WHAT IS NEEDED —
Copy whichever lines of the data hold the word "SimDriver".

TASK MATERIAL —

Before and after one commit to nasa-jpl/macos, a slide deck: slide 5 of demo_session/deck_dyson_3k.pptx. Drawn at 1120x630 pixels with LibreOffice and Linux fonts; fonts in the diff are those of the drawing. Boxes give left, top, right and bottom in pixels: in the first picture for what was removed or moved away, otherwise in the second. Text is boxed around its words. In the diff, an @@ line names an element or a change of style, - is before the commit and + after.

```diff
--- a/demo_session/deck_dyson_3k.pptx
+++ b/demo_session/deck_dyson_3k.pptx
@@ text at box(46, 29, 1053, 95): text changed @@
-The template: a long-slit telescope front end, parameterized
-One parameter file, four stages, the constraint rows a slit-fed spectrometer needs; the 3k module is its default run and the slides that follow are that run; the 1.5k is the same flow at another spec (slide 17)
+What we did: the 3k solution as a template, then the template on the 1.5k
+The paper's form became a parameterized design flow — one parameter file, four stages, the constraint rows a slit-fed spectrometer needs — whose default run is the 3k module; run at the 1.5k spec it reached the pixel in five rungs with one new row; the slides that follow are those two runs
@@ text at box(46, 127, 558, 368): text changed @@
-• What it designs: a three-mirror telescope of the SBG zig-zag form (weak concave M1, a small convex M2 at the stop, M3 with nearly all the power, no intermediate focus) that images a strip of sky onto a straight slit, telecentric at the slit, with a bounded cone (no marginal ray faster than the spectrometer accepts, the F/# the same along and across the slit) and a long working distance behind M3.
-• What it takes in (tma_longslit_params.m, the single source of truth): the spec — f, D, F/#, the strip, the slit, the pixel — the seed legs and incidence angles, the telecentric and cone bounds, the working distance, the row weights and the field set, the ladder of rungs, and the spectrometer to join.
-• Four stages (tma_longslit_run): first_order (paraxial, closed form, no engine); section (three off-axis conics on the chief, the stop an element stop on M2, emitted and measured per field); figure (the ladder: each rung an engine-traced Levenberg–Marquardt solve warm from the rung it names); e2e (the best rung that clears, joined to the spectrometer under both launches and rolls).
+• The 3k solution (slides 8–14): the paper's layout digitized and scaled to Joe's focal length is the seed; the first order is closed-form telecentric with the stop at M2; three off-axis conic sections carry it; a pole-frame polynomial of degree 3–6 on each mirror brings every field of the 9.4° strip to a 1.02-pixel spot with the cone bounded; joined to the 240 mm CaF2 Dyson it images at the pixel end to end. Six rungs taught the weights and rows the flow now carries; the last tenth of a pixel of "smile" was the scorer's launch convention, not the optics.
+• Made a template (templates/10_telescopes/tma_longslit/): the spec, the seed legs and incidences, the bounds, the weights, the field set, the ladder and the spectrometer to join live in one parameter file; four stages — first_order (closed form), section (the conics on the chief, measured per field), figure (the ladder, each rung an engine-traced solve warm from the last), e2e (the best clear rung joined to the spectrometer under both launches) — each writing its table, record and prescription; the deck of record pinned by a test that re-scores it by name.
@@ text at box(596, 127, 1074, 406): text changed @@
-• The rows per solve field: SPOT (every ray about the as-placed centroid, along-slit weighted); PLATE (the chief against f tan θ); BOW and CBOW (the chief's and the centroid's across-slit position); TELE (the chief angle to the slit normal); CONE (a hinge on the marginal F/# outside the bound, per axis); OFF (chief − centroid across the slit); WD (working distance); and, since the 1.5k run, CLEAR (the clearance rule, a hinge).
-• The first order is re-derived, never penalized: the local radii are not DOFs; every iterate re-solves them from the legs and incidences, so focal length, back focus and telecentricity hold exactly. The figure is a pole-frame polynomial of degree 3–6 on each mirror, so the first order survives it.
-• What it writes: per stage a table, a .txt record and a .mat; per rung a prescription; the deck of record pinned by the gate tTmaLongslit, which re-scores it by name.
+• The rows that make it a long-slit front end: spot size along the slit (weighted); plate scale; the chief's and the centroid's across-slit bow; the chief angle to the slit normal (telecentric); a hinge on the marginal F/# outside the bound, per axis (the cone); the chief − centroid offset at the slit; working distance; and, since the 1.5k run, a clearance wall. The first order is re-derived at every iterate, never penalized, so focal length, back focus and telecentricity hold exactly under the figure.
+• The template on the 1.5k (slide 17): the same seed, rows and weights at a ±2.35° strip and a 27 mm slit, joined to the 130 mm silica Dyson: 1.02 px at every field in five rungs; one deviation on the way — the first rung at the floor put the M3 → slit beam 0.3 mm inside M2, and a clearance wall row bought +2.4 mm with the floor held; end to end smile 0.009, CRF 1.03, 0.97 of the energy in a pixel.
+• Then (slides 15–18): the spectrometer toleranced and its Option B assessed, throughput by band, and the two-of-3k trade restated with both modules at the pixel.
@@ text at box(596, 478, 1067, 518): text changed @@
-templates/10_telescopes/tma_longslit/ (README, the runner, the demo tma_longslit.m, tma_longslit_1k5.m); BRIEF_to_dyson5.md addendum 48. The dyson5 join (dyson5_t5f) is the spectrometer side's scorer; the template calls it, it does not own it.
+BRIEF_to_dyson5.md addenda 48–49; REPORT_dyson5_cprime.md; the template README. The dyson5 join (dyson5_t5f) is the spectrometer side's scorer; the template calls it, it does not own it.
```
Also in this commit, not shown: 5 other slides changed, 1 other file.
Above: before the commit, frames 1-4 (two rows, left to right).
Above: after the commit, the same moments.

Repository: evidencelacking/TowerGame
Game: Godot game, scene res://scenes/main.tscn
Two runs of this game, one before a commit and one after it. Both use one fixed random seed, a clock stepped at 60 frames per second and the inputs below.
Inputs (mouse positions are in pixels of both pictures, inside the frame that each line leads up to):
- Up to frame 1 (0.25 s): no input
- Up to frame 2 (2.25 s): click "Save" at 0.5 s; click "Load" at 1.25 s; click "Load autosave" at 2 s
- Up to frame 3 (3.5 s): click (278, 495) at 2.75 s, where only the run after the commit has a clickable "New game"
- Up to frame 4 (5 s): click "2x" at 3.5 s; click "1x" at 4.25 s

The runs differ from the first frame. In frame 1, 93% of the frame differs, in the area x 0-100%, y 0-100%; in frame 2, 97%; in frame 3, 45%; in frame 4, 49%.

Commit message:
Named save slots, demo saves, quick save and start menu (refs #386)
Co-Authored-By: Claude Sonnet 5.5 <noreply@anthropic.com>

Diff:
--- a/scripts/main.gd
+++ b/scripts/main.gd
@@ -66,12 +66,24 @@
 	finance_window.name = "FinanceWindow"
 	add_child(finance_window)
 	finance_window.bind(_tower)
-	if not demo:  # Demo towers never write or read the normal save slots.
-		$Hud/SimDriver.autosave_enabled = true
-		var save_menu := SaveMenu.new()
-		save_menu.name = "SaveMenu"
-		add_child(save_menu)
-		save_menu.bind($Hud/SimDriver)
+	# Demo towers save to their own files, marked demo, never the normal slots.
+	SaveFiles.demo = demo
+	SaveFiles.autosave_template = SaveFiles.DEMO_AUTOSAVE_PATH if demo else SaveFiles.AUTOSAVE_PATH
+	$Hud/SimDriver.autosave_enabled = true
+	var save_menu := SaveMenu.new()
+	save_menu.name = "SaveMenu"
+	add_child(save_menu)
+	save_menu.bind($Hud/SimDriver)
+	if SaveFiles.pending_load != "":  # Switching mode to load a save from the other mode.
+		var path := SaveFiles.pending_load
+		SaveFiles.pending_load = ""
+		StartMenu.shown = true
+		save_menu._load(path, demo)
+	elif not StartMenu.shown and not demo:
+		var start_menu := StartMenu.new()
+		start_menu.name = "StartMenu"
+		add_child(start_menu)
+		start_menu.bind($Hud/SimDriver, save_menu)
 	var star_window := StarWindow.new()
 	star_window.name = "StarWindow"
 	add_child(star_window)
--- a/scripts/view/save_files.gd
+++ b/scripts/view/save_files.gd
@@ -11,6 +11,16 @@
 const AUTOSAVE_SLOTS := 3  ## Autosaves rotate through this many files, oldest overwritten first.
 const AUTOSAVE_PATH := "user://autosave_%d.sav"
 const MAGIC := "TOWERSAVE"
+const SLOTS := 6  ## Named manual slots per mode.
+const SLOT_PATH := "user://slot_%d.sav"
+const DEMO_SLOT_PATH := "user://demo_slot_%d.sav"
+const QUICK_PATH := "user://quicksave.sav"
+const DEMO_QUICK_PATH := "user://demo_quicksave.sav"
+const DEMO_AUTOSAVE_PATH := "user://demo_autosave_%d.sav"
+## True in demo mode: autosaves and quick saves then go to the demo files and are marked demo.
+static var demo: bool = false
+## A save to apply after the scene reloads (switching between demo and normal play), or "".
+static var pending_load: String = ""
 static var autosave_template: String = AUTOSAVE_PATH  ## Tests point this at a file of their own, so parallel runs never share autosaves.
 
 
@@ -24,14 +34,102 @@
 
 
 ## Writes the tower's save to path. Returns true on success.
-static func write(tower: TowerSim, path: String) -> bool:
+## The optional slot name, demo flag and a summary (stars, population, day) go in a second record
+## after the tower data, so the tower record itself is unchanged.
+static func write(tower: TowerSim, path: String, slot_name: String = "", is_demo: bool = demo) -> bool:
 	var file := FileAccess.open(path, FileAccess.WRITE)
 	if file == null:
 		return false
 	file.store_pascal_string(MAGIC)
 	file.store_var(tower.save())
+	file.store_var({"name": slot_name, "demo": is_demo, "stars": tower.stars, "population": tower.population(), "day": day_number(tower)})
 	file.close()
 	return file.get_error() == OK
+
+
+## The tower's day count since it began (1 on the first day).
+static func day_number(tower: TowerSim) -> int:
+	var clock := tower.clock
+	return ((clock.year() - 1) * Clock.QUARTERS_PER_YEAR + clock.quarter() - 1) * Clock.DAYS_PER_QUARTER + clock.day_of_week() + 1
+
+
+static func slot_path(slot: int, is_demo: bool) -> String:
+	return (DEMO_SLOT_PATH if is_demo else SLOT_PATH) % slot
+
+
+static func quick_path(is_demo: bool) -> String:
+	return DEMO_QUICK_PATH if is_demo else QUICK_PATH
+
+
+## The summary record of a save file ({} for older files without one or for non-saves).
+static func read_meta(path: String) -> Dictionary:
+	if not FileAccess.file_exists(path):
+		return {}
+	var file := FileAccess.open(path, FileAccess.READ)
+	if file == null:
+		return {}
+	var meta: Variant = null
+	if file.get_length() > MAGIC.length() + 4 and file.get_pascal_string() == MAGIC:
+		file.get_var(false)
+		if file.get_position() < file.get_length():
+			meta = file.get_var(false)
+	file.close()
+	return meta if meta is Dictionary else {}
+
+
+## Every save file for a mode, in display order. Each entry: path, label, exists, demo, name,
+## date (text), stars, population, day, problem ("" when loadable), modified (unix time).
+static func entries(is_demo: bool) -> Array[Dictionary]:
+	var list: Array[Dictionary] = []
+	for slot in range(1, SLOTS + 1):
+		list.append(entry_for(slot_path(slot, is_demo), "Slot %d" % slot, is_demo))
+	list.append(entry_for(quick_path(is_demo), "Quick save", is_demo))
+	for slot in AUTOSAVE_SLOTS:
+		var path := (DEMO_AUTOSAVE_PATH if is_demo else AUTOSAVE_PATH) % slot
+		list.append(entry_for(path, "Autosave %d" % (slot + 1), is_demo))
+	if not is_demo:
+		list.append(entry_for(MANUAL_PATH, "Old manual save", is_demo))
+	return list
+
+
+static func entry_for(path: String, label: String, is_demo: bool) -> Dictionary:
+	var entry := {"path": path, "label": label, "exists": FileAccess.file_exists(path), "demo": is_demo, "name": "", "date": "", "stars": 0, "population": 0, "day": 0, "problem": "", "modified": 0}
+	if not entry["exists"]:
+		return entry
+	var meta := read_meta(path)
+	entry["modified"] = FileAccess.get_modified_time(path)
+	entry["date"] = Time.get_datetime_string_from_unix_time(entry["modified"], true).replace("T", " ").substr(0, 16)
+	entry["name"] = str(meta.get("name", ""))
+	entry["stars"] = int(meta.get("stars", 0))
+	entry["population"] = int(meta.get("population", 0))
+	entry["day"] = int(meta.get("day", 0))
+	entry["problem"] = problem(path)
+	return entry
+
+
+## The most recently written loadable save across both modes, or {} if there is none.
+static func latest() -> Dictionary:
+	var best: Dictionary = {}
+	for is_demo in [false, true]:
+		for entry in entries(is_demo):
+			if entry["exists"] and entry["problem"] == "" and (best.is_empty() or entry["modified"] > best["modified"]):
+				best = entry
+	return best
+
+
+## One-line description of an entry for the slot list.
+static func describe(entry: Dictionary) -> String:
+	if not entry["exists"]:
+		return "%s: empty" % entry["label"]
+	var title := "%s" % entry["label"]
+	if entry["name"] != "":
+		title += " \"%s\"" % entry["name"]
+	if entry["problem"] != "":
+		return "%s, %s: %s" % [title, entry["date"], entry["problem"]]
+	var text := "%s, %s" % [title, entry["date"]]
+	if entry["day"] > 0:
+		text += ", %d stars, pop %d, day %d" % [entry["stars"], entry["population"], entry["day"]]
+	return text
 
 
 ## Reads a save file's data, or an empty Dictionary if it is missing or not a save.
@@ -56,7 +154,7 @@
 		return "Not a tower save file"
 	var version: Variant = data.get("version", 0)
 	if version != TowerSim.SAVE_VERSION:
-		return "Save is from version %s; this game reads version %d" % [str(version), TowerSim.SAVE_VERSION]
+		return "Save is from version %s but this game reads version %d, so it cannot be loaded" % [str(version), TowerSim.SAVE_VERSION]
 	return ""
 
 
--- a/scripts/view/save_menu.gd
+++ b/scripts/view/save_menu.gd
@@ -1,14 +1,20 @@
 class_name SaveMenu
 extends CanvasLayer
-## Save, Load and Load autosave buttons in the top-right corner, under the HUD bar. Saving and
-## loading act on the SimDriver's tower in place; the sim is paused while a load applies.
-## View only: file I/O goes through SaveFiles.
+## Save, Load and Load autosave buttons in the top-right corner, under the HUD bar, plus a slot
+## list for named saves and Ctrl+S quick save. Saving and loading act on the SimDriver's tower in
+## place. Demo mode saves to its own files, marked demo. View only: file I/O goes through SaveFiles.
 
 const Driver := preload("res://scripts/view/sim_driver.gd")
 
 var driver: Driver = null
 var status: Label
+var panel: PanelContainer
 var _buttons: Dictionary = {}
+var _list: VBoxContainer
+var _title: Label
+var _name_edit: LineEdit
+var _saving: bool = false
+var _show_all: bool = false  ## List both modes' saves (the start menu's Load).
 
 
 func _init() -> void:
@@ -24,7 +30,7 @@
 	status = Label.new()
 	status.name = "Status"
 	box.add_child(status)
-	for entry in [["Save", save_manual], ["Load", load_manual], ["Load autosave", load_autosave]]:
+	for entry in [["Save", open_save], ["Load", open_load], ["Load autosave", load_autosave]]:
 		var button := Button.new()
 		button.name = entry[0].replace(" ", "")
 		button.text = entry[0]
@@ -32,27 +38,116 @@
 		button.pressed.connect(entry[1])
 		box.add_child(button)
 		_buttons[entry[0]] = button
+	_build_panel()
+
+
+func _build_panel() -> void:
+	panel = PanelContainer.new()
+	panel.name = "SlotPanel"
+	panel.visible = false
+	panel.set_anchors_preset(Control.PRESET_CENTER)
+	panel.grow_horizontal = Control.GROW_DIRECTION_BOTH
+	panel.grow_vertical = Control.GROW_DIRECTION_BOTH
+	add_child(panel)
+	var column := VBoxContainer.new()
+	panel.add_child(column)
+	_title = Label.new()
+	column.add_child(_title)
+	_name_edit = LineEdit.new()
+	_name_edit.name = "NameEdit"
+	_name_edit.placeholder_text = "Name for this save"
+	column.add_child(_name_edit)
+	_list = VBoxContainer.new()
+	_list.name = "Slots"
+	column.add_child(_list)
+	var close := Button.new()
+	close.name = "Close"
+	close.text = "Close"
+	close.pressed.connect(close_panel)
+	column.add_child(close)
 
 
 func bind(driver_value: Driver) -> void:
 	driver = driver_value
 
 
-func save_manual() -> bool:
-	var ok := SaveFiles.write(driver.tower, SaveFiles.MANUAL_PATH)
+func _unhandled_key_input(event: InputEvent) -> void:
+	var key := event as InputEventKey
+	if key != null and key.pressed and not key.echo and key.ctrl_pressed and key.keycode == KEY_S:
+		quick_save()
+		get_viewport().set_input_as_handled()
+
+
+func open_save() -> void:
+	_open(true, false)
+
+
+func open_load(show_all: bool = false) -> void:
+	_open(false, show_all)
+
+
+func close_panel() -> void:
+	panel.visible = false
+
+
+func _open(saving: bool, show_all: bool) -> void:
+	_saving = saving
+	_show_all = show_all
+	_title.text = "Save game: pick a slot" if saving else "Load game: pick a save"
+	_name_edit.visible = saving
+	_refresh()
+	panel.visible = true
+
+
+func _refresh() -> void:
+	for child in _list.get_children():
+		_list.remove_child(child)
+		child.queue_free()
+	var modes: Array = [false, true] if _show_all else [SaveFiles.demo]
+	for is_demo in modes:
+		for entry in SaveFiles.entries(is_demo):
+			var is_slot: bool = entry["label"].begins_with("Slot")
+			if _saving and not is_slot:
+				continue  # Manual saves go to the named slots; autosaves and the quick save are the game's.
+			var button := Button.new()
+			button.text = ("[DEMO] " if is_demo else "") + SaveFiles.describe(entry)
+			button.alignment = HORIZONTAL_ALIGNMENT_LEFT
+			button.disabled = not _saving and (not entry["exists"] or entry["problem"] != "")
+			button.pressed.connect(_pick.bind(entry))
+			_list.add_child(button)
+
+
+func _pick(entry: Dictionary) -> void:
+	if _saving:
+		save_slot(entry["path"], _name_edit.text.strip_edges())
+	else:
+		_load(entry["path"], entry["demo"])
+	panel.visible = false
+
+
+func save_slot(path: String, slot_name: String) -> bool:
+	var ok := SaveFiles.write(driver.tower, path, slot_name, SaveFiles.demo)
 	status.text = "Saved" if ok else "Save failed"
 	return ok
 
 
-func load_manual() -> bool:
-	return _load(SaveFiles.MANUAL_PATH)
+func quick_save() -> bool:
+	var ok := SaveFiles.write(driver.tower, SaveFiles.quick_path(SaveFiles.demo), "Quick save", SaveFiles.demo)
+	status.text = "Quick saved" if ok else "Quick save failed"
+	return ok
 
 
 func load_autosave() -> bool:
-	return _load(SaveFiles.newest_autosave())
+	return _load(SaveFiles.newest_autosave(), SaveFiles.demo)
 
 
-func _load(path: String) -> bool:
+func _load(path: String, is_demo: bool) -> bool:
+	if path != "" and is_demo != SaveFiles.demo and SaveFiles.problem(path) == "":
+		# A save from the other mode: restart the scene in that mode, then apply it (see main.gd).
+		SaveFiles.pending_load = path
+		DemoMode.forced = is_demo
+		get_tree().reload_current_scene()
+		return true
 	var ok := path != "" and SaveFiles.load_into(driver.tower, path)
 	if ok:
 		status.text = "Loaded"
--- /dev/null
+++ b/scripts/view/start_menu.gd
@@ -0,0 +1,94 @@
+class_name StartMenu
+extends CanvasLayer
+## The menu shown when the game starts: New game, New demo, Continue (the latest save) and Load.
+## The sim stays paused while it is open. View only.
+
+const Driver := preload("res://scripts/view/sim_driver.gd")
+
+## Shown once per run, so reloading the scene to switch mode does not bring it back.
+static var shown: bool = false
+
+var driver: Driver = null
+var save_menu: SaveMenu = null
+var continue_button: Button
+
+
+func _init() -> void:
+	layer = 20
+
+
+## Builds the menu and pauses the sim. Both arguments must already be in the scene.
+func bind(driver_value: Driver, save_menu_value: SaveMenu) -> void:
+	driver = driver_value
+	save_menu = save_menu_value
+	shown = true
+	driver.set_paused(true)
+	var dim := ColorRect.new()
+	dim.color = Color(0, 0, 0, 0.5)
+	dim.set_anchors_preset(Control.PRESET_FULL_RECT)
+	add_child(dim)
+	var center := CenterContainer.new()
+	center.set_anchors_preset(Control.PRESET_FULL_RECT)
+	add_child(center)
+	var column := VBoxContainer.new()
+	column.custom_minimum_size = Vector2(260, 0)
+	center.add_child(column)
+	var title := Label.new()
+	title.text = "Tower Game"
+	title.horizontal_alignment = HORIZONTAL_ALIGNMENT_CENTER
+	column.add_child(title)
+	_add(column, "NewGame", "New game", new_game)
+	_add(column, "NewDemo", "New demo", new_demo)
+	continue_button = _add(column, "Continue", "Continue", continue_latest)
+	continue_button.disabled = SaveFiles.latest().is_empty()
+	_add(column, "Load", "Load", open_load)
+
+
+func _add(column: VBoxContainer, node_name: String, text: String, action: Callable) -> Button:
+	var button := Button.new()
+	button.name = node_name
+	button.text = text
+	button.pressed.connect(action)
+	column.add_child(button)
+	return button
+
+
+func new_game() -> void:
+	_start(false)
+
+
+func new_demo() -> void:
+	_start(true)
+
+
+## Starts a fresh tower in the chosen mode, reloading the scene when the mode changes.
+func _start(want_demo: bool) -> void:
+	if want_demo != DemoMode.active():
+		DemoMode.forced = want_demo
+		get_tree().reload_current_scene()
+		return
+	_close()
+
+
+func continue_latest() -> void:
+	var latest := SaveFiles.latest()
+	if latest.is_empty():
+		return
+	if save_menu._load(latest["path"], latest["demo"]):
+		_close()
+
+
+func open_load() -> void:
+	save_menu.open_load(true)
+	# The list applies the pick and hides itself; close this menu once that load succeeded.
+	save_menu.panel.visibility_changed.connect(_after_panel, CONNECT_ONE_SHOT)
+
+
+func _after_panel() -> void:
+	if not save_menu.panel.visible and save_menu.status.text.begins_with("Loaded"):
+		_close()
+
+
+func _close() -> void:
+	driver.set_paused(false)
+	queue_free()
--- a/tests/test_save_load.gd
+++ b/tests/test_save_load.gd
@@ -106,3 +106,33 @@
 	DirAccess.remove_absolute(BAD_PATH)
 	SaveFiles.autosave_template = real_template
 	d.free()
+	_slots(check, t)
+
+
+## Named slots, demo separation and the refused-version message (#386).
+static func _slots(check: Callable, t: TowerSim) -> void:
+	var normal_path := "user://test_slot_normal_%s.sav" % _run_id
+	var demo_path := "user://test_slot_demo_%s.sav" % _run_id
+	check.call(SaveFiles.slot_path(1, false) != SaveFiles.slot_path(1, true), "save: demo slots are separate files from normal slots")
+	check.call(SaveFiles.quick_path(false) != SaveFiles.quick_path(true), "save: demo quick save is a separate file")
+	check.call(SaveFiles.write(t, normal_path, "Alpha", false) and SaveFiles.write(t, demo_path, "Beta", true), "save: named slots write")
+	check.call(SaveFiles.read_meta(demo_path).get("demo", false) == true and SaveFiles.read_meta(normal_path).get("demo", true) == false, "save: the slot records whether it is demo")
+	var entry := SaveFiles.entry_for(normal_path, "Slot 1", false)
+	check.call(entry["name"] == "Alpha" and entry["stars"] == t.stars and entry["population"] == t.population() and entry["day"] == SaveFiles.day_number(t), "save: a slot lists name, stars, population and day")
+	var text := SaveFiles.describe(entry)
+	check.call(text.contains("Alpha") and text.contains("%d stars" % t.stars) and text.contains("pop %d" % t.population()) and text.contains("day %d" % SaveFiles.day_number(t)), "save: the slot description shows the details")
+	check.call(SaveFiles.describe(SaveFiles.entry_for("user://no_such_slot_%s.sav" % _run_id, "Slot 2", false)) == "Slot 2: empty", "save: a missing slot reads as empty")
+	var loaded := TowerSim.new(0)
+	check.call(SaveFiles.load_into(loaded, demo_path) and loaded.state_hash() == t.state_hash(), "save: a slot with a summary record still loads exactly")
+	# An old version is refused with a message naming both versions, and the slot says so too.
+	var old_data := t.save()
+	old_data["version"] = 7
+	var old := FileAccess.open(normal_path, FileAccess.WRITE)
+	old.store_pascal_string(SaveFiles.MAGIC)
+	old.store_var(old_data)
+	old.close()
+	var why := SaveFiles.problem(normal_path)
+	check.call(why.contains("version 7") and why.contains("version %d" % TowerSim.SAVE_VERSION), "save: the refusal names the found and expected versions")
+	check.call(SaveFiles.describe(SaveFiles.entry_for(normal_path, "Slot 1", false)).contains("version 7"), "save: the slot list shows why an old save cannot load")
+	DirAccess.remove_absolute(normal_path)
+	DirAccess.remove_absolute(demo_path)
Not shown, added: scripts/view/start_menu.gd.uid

SOLUTION FOR THIS PROBLEM —
-		$Hud/SimDriver.autosave_enabled = true
-		save_menu.bind($Hud/SimDriver)
+	$Hud/SimDriver.autosave_enabled = true
+	save_menu.bind($Hud/SimDriver)
+		start_menu.bind($Hud/SimDriver, save_menu)
-## loading act on the SimDriver's tower in place; the sim is paused while a load applies.
+## list for named saves and Ctrl+S quick save. Saving and loading act on the SimDriver's tower in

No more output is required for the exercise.